* YOUR INSTRUCTIONS
Find the string "number" in the data, then copy every line where it is found.

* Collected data
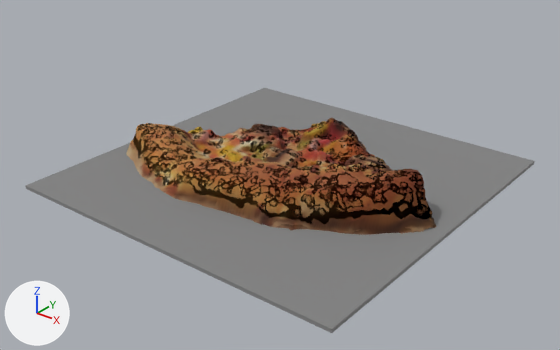
An edit to the glTF model media/gltf/pizza/pizza.gltf, drawn before and after from the same camera.
Camera for both pictures: a 50 mm lens placed at (0.679, -0.978, 0.572), pointed at (-0.033, -0.088, 0.02). Lighting does not change. The marker at lower left points along +X, +Y and +Z.

Names of what the first picture shows: 'Cube', 'TexturedMesh'.
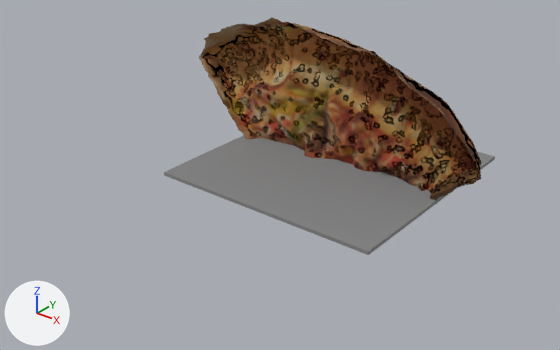
What changed in the scene script:
```text
Change ob_cube:
    ob_cube.location: (-0.035, -0.062, 0.011) -> (0.003, 0.012, 0.011)
    ob_cube.scale: (0.3, 0.3, 0.003) -> (0.201, 0.201, 0.003)
Change ob_texturedmesh:
    ob_texturedmesh.rotation_euler: (1.578, -0.00243, 0.000531) -> (0.0, 0.0, 0.0)  # degrees (90, -0.1, 0) -> degrees (0, 0, 0)
    ob_texturedmesh.location: (-0.027, 0.0, 0.012) -> (0.0, 0.0, 0.0)
```

Where the change shows, as pixel boxes [x1, y1, x2, y2] in the pictures (560 x 350 px):
'Cube', moved, rescaled: before [25, 88, 534, 333]; after [164, 135, 495, 255]
'TexturedMesh', moved, turned: before [126, 118, 436, 235]; after [199, 17, 481, 200]
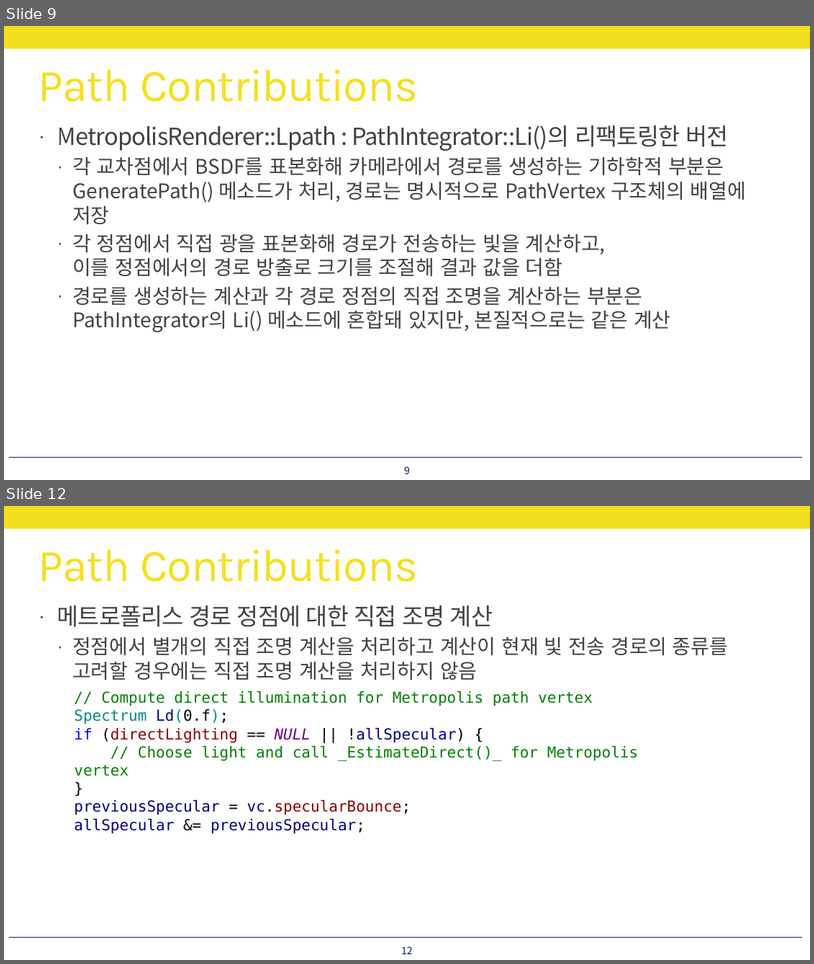
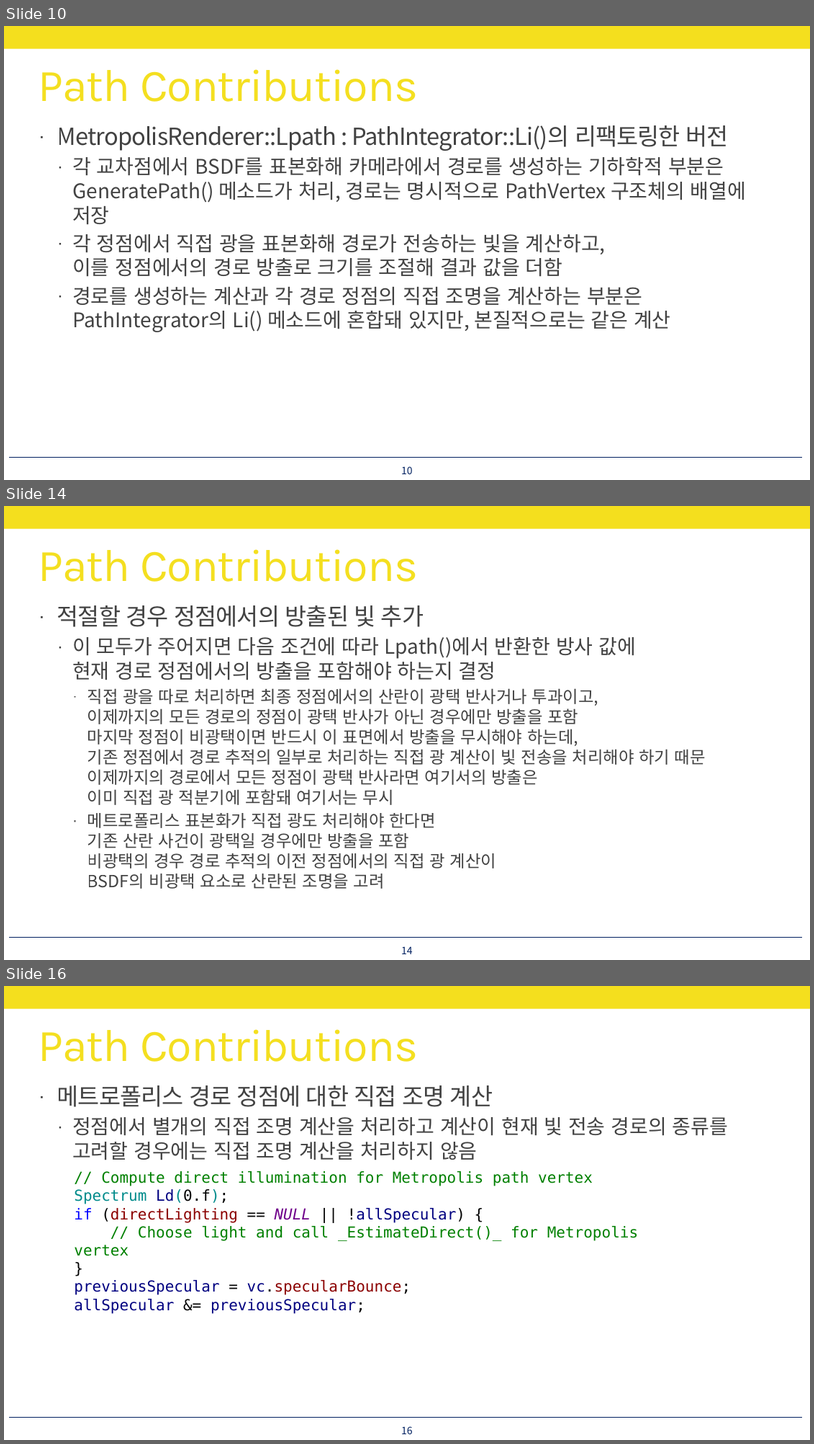
Before and after one commit to utilForever/PBRStudy, a slide deck: Physically Based Rendering - Chapter 15, Part 8.pptx. Shown one above the other, each under a label of ours: slides 9 and 12 before the commit, slides 10, 14 and 16 after it; the slides between them are not shown. The pictures are 814x964 and 814x1444 pixels, drawn with LibreOffice and Linux fonts; fonts in the diff are those of the drawing. Boxes give left, top, right and bottom in pixels: in the first picture for what was removed or moved away, otherwise in the second. Text is boxed around its words. In the diff, an @@ line names an element or a change of style, - is before the commit and + after.

```diff
--- a/Physically Based Rendering - Chapter 15, Part 8.pptx
+++ b/Physically Based Rendering - Chapter 15, Part 8.pptx
@@ slide 14 added at bbox=[4, 506, 810, 960], background #FFFFFF; not listed: 2 template elements that a slide beside it also shows @@
@@ title added at bbox=[39, 549, 418, 582], 54 pt, text #F4DF1E @@
+Path Contributions
@@ text added at bbox=[57, 605, 706, 888], 20 pt, text #404040 @@
+· 적절할 경우 정점에서의 방출된 빛 추가
+  · 이 모두가 주어지면 다음 조건에 따라 Lpath()에서 반환한 방사 값에
+    현재 경로 정점에서의 방출을 포함해야 하는지 결정
+    · 직접 광을 따로 처리하면 최종 정점에서의 산란이 광택 반사거나 투과이고,
+      이제까지의 모든 경로의 정점이 광택 반사가 아닌 경우에만 방출을 포함
+      마지막 정점이 비광택이면 반드시 이 표면에서 방출을 무시해야 하는데,
+      기존 정점에서 경로 추적의 일부로 처리하는 직접 광 계산이 빛 전송을 처리해야 하기 때문
+      이제까지의 경로에서 모든 정점이 광택 반사라면 여기서의 방출은
+      이미 직접 광 적분기에 포함돼 여기서는 무시
+    · 메트로폴리스 표본화가 직접 광도 처리해야 한다면
+      기존 산란 사건이 광택일 경우에만 방출을 포함
+      비광택의 경우 경로 추적의 이전 정점에서의 직접 광 계산이
+      BSDF의 비광택 요소로 산란된 조명을 고려
@@ page number added at bbox=[401, 946, 413, 954], 12 pt, text #002060 @@
+14
@@ what was slide 9 is now slide 10 @@
@@ page number at bbox=[401, 466, 413, 474]: text changed @@
-9
+10
@@ what was slide 12 is now slide 16 @@
@@ page number at bbox=[401, 1426, 413, 1434]: text changed @@
-12
+16
```
Also in this commit, not shown: 1 slide changed, 5 other slides added.

* EXERCISE RESULT
@@ page number added at bbox=[401, 946, 413, 954], 12 pt, text #002060 @@
@@ page number at bbox=[401, 466, 413, 474]: text changed @@
@@ page number at bbox=[401, 1426, 413, 1434]: text changed @@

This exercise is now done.